Does anyone know what happened to the Outers "Foul Out?" At least I think that was what it was called.

It used a chemical, possibly a copper solvent, plugged up breech and a rod down the barrel with an electrical charge applied.

It was supposed to get all the fouling out of a barrel. At the time, it was supposed to be the answer to all cleaning issues of a rifle barrel.

I haven't seen or heard much from that product for quite a number of years. Apparently, it was not as good as they say it was or else it would still be selling.

Anyone have any information on that?
 
Does anyone know what happened to the Outers "Foul Out?" At least I think that was what it was called.

It used a chemical, possibly a copper solvent, plugged up breech and a rod down the barrel with an electrical charge applied.

It was supposed to get all the fouling out of a barrel. At the time, it was supposed to be the answer to all cleaning issues of a rifle barrel.

I haven't seen or heard much from that product for quite a number of years. Apparently, it was not as good as they say it was or else it would still be selling.

Anyone have any information on that?
I recall they discontinued them some years back. I still have mine. Basically it worked as a reverse electroplating procedure that would attract metal fouling from the barrel to the rod. It did work well for the copper and was a Godsend for cleaning lead out of my Sharps.
 
I recall they discontinued them some years back. I still have mine. Basically it worked as a reverse electroplating procedure that would attract metal fouling from the barrel to the rod. It did work well for the copper and was a Godsend for cleaning lead out of my Sharps.

I wonder if there are any DIY contraptions out there that will do the same thing.
 
DO NOT USE BRUSH WITH DRILL.

Wipe Out will work.

Sweets will work but will rust and pit bore if left for a long time. Wipeout will not do that.

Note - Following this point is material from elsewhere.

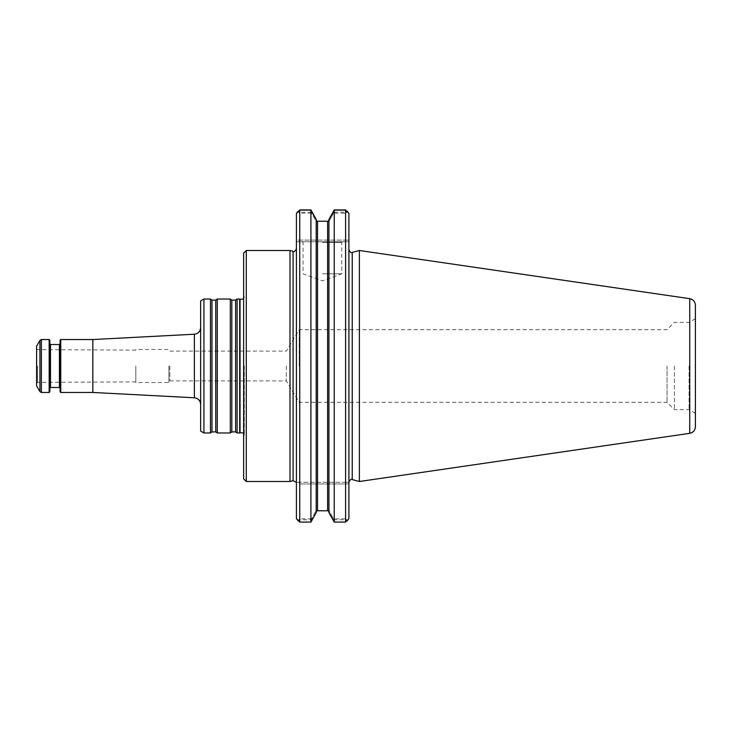 <?xml version="1.0" encoding="UTF-8"?>
<svg xmlns="http://www.w3.org/2000/svg" width="732" height="732" viewBox="0 0 732 732"><rect width="100%" height="100%" fill="white"/><g stroke="black" fill="none" stroke-linecap="round" stroke-linejoin="round"><path stroke-width="0.55" stroke-dasharray="3.66 2.75" d="M299.196 366L299.196 329.684L299.196 366M237.113 432.969L237.113 299.031M239.675 299.031L239.675 432.969M92.827 392.462L92.827 339.538M200.641 431.066L200.641 300.934M203.944 432.969L203.944 299.031M200.641 366L200.641 404.384L200.641 366M230.305 432.969L230.305 299.031M217.276 432.969L217.276 299.031M210.459 432.969L210.459 299.031M36.6 366L36.6 383.522L36.6 366M36.6 385.846L36.6 346.154M49.163 339.538L49.163 392.462M49.831 340.206L49.831 391.794M49.831 366L49.831 388.161L49.831 366M60.079 391.794L60.079 340.206M60.079 366L60.079 388.161L60.079 366M60.747 392.462L60.747 339.538M37.57 366L37.57 382.369L37.57 366M135.813 366L135.813 382.534L135.813 366M168.891 366L168.891 382.534L168.891 366M169.842 366L169.842 380.887L169.842 366M243.637 253.144L243.637 478.856M667.062 366L667.062 402.316L667.062 366M674.401 366L674.401 409.655L674.401 366M689.096 366L689.096 409.655L689.096 366M695.4 366L695.4 413.296L695.4 366M695.4 426.783L695.4 305.217M322.409 273.832L341.762 273.832L322.409 273.832M316.206 220.323L316.206 511.677L316.206 220.323L317.532 222.006L316.068 221.229L311.64 213.186L311.246 210.377M298.006 520.754L299.727 521.916L310.917 521.916L316.206 512.629L316.206 219.371M328.942 219.371L328.942 512.629L328.942 219.371M359.385 481.5L359.385 250.5M334.231 209.919L334.231 521.916L328.942 512.629M328.942 511.677L327.616 509.994L327.616 222.006L329.089 221.229L327.616 222.006L329.089 221.229L334.067 212.198L333.765 210.642M311.393 210.642L311.091 212.198L316.068 221.229L317.532 222.006L317.532 509.994L316.068 510.771L317.532 509.994L316.206 511.677M333.911 210.377L333.518 213.186L329.089 221.229L316.608 221.229M310.917 521.916L310.917 209.919M322.409 242.411L341.762 242.411L322.409 242.411M311.393 521.358L311.091 519.802L316.068 510.771L311.64 518.814L311.246 521.623M328.549 510.771L316.608 510.771M329.089 510.771L327.616 509.994L329.089 510.771L334.067 519.802L345.596 519.802L345.596 483.934L345.596 518.814L333.518 518.814L329.089 510.771M333.911 521.623L333.518 518.814M345.596 518.814L347.407 520.617M347.307 211.246L345.596 212.198L345.596 240.096L345.596 213.186L333.518 213.186M334.067 212.198L345.596 212.198M334.231 521.916L345.596 521.916L345.596 209.919L347.407 211.383L345.596 213.186M347.307 520.754L345.596 521.916M347.27 520.726L345.596 519.802M334.067 519.802L333.765 521.358M297.915 520.617L299.727 518.814L299.727 483.934L299.727 519.802L311.091 519.802M299.727 519.802L298.052 520.726M299.727 521.916L299.727 209.919L297.915 211.383L299.727 213.186L299.727 240.096L299.04 241.743L346.282 241.743L345.596 240.096L346.282 241.743L348.899 241.743L299.04 241.743L299.727 240.096L299.727 212.198L311.091 212.198M311.64 213.186L299.727 213.186M322.409 241.743L302.398 241.743L322.409 241.743M299.727 212.198L298.006 211.246M311.64 518.814L299.727 518.814M348.899 366L348.899 249.859L348.899 366M348.899 518.613L348.899 213.387M348.899 240.096L348.899 241.743L348.899 240.096L345.596 240.096L348.899 240.096M296.414 518.613L296.414 213.387M299.04 241.743L296.414 241.743L299.04 241.743M296.414 240.096L296.414 241.743L296.414 240.096L345.596 240.096L296.414 240.096M296.414 482.278L299.04 482.278L296.414 482.278L296.414 483.934L296.414 248.77L296.414 482.278M299.727 483.934L299.04 482.278L348.899 482.278L346.282 482.278L345.596 483.934L346.282 482.278L299.04 482.278L299.727 483.934L348.899 483.934L348.899 482.278L348.899 483.934L299.727 483.934M290 481.5L290 250.5M246.281 250.5L246.281 481.5M286.313 366L286.313 380.887L286.313 366M194.373 397.778L194.373 334.222M235.603 431.917L235.603 300.083M231.815 431.917L231.815 300.083M215.766 431.917L215.766 300.083M211.969 431.917L211.969 300.083M39.94 340.371L39.94 391.629M41.376 339.538L41.376 392.462M50.49 344.507L50.49 387.493M59.42 387.493L59.42 344.507M244.168 366L244.168 435.586L244.168 366M240.041 432.694L240.041 299.306M689.736 433.326L689.736 298.674M352.229 479.588L352.229 252.412M293.084 480.677L293.084 251.323M695.4 318.704L689.096 322.345L674.401 322.345L667.062 329.684L299.196 329.684L286.313 351.113L169.842 351.113L168.891 349.466L135.813 349.466M695.4 413.296L689.096 409.655L674.401 409.655L667.062 402.316L299.196 402.316L286.313 380.887L169.842 380.887L168.891 382.534L135.813 382.534M135.813 350.125L37.57 349.631L36.6 348.478M135.813 381.875L37.57 382.369L36.6 383.522M243.637 298.958L244.296 297.21L243.637 294.703M243.637 433.042L244.296 434.79L243.637 437.297M244.296 366L244.296 434.79L244.296 366M302.398 241.743L303.066 242.411L303.066 273.832L322.409 280.868L341.762 273.832L341.762 242.411L342.42 241.743"/><path stroke-width="1.1" d="M237.113 366L237.113 432.969L239.675 432.969L239.675 299.031L237.113 299.031L237.113 366M60.747 339.538L60.747 392.462L60.079 391.794L60.079 340.206L60.747 339.538L92.827 339.538L92.827 392.462L194.373 397.778C198.207 398.327 200.294 400.523 200.641 404.384M203.944 432.969L203.944 299.031L200.641 300.934L200.641 431.066L203.944 432.969L210.459 432.969L210.459 299.031L211.969 300.083L211.969 431.917L215.766 431.917L217.276 432.969L230.305 432.969L230.305 299.031L231.815 300.083L231.815 431.917L235.603 431.917L237.113 432.969M211.969 300.083L215.766 300.083L217.276 299.031L217.276 432.969M36.6 366L36.6 385.846L39.94 391.629L39.94 340.371L36.6 346.154L36.6 366M39.94 391.629L41.376 392.462L49.163 392.462L49.163 339.538L41.376 339.538L39.94 340.371M49.163 392.462L49.831 391.794L49.831 340.206L49.163 339.538M689.736 298.674C693.241 299.452 695.126 301.639 695.4 305.217L695.4 426.783C695.126 430.361 693.241 432.548 689.736 433.326L359.385 481.5L359.385 250.5L689.736 298.674L689.736 433.326M316.206 219.371L316.206 512.629L310.917 522.081L310.917 210.084L316.206 219.371L310.917 209.919L299.727 209.919M316.206 511.677L317.532 509.994L317.532 222.006L316.206 220.323M316.608 221.229L328.549 221.229L328.942 220.323L327.616 222.006L327.616 509.994L328.942 511.677L328.942 219.371L328.942 512.629L334.231 522.081L345.596 522.081L348.899 518.613L347.27 520.726M345.596 209.919L334.231 209.919L328.942 219.371L334.231 210.084L334.231 522.081M328.942 512.629L328.942 511.677M316.608 510.771L328.549 510.771M334.231 210.084L345.596 210.084L345.596 522.081M347.407 211.383L348.899 213.387L345.596 210.084M298.052 520.726L296.414 518.613L296.414 213.387L299.727 210.084L310.917 210.084M299.727 210.084L299.727 522.081L310.917 522.081M299.727 522.081L296.414 518.613M348.899 213.387L348.899 518.613M297.915 211.383L296.414 213.387M293.084 480.677L293.084 251.323L290 250.5L290 481.5L293.084 480.677L296.24 482.278M246.281 250.5L243.637 253.144L243.637 478.856L246.281 481.5L246.281 250.5L290 250.5M92.827 339.538L194.373 334.222L194.373 397.778M231.815 300.083L235.603 300.083L235.603 431.917M215.766 300.083L215.766 431.917M41.376 392.462L41.376 339.538M59.42 387.493L50.49 387.493L50.49 344.507L59.42 344.507L59.42 387.493L60.079 388.161M243.637 298.958L240.041 299.306L240.041 432.694L243.637 433.042M359.385 250.5L352.229 252.412L352.229 479.588L359.385 481.5M235.603 300.083L237.113 299.031M231.815 431.917L230.305 432.969M217.276 299.031L230.305 299.031M211.969 431.917L210.459 432.969M203.944 299.031L210.459 299.031M60.747 392.462L92.827 392.462M59.42 344.507L60.079 343.839M50.49 344.507L49.831 343.839M50.49 387.493L49.831 388.161M352.229 479.588C351.497 478.582 350.381 479.433 348.899 482.141M352.229 252.412C351.497 253.418 350.381 252.567 348.899 249.859M293.084 251.323C293.788 252.348 294.895 251.497 296.414 248.77M246.281 481.5L290 481.5M194.373 334.222C198.207 333.673 200.294 331.477 200.641 327.616"/></g></svg>

Terry Paul (owner of SharpShooter products) has sections of barrel soaking in Wipeout for 20-30 years and no microscopic changes have occurred.
A brass brush will not leave the slightest mark on steel. I used to scrub mirror finish, steel regulator housings with a brass toothbrush, and it would leave no marks discernable to the human eye no matter how hard you scrubbed. Brass will not abrade steel, period. I've also never had Sweets pit a bore, and I've left it in overnight on a new to me used barrel, and the Hawyeye showed no damage from at least 20hrs. The active ingredient, as was pointed out, in Sweets is ammonia. Pure ammonia sitting in a plugged barrel works best, and totally dissolves copper, but you Have to get it from chemical supply, as 99.99% of what’s out there is not pure ammonium hydroxide, but has a ton of water and other stuff in it.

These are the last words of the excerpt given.